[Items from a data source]
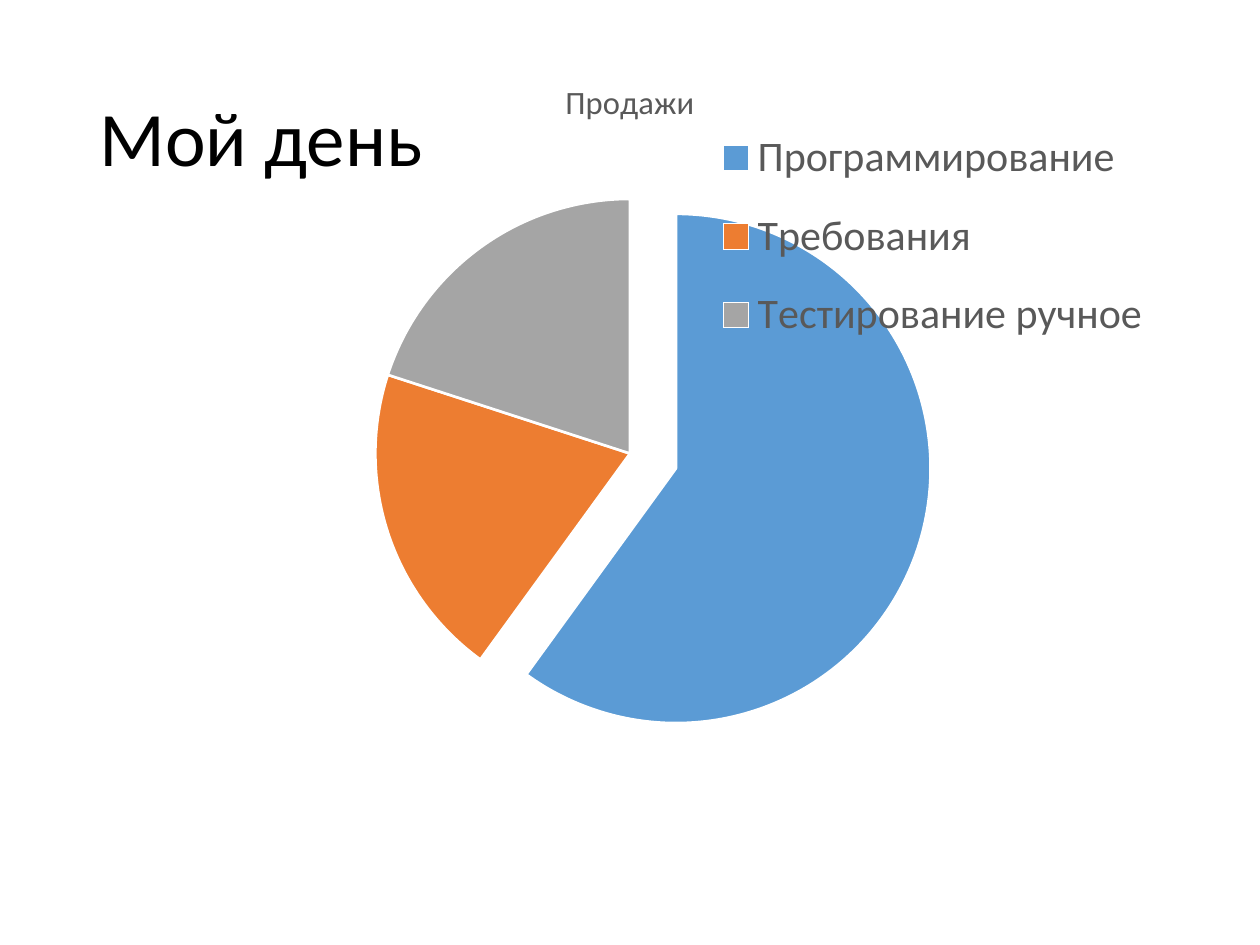
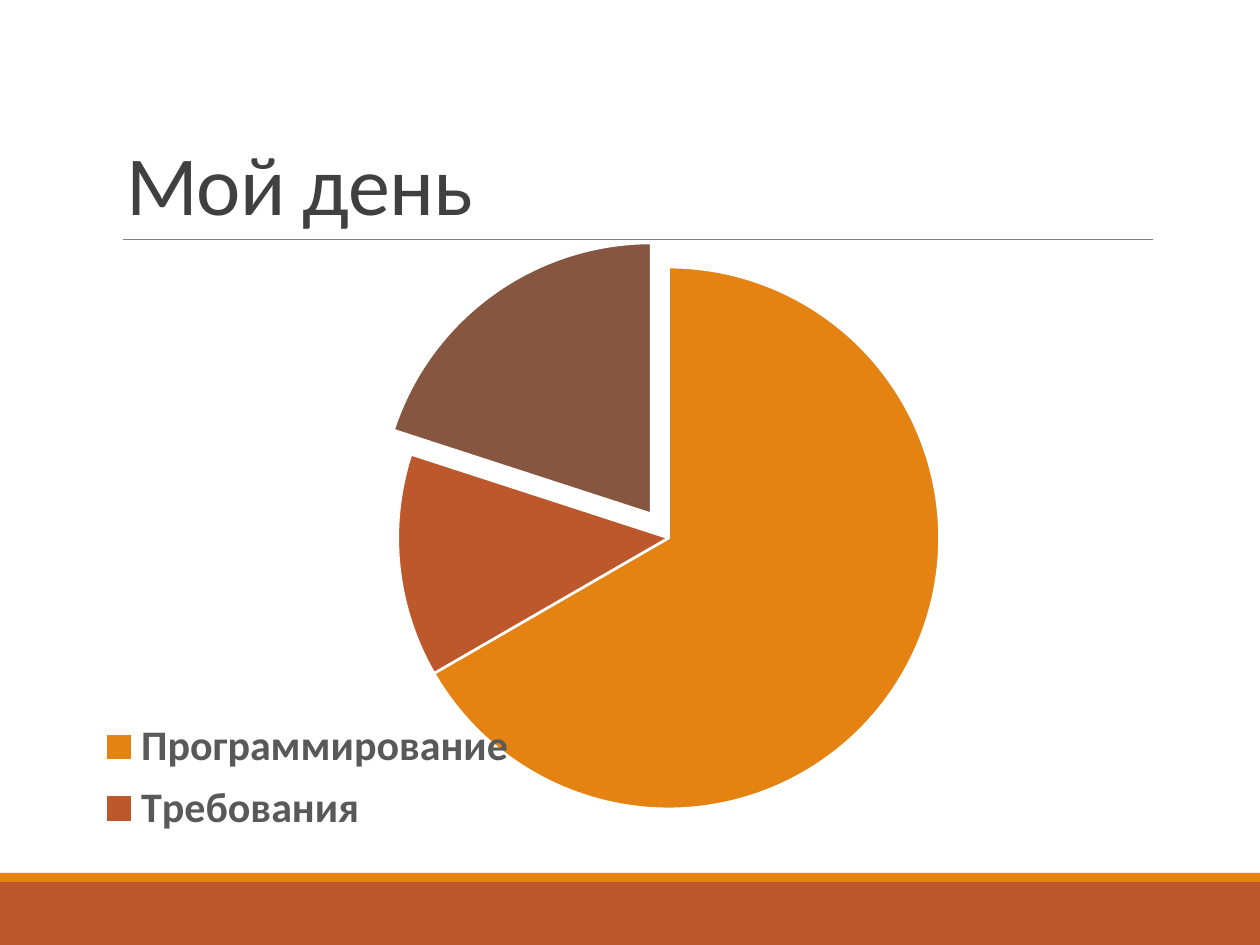
Before and after one commit to vitali-kviatkouski/personal, a slide deck: slide 11 of epamkids/EPAMKids.pptx (slide 13 before the commit). Drawn at 1260x945 pixels with LibreOffice and Linux fonts; fonts in the diff are those of the drawing. Boxes give left, top, right and bottom in pixels: in the first picture for what was removed or moved away, otherwise in the second. Text is boxed around its words. In the diff, an @@ line names an element or a change of style, - is before the commit and + after.

```diff
--- a/epamkids/EPAMKids.pptx
+++ b/epamkids/EPAMKids.pptx
@@ title "Мой день": place and size @@
-title "Мой день" at (99, 114, 423, 179)
+title "Мой день" at (126, 158, 473, 229)
@@ title "Мой день" at (126, 158, 473, 229): size 44 to 48 pt, text colour #000000 to #404040, letter spacing 0 to -0.5 pt; line spacing 0.9 to 0.85; vertical alignment middle to bottom @@
@@ pie chart at (82, 214, 1201, 844) @@
@@ title "Продажи" removed @@
-categories: Программирование, Требования, Тестирование ручное
+categories: Программирование, Требования, Тестирование
-Продажи: 60, 20, 20, -
+Series 1: 67, 13, 20
@@ legend changed @@
@@ plot area changed @@
@@ pie chart: place and size @@
-pie chart at (87, 50, 1173, 852)
+pie chart at (82, 214, 1201, 844)
@@ line added from (123, 239) to (1153, 239), #808080 0.5 pt @@
@@ rectangle added at (0, 882, 1260, 945), fill #BD582C @@
@@ rectangle added at (0, 873, 1260, 882), fill #E48312 @@
```
Also in this commit, not shown: 20 other slides changed, 5 slides added, 7 slides removed, 1 other file.

Work request = Each line of the data that holds "title" should be reported.

Response below =
@@ title "Мой день": place and size @@
-title "Мой день" at (99, 114, 423, 179)
+title "Мой день" at (126, 158, 473, 229)
@@ title "Мой день" at (126, 158, 473, 229): size 44 to 48 pt, text colour #000000 to #404040, letter spacing 0 to -0.5 pt; line spacing 0.9 to 0.85; vertical alignment middle to bottom @@
@@ title "Продажи" removed @@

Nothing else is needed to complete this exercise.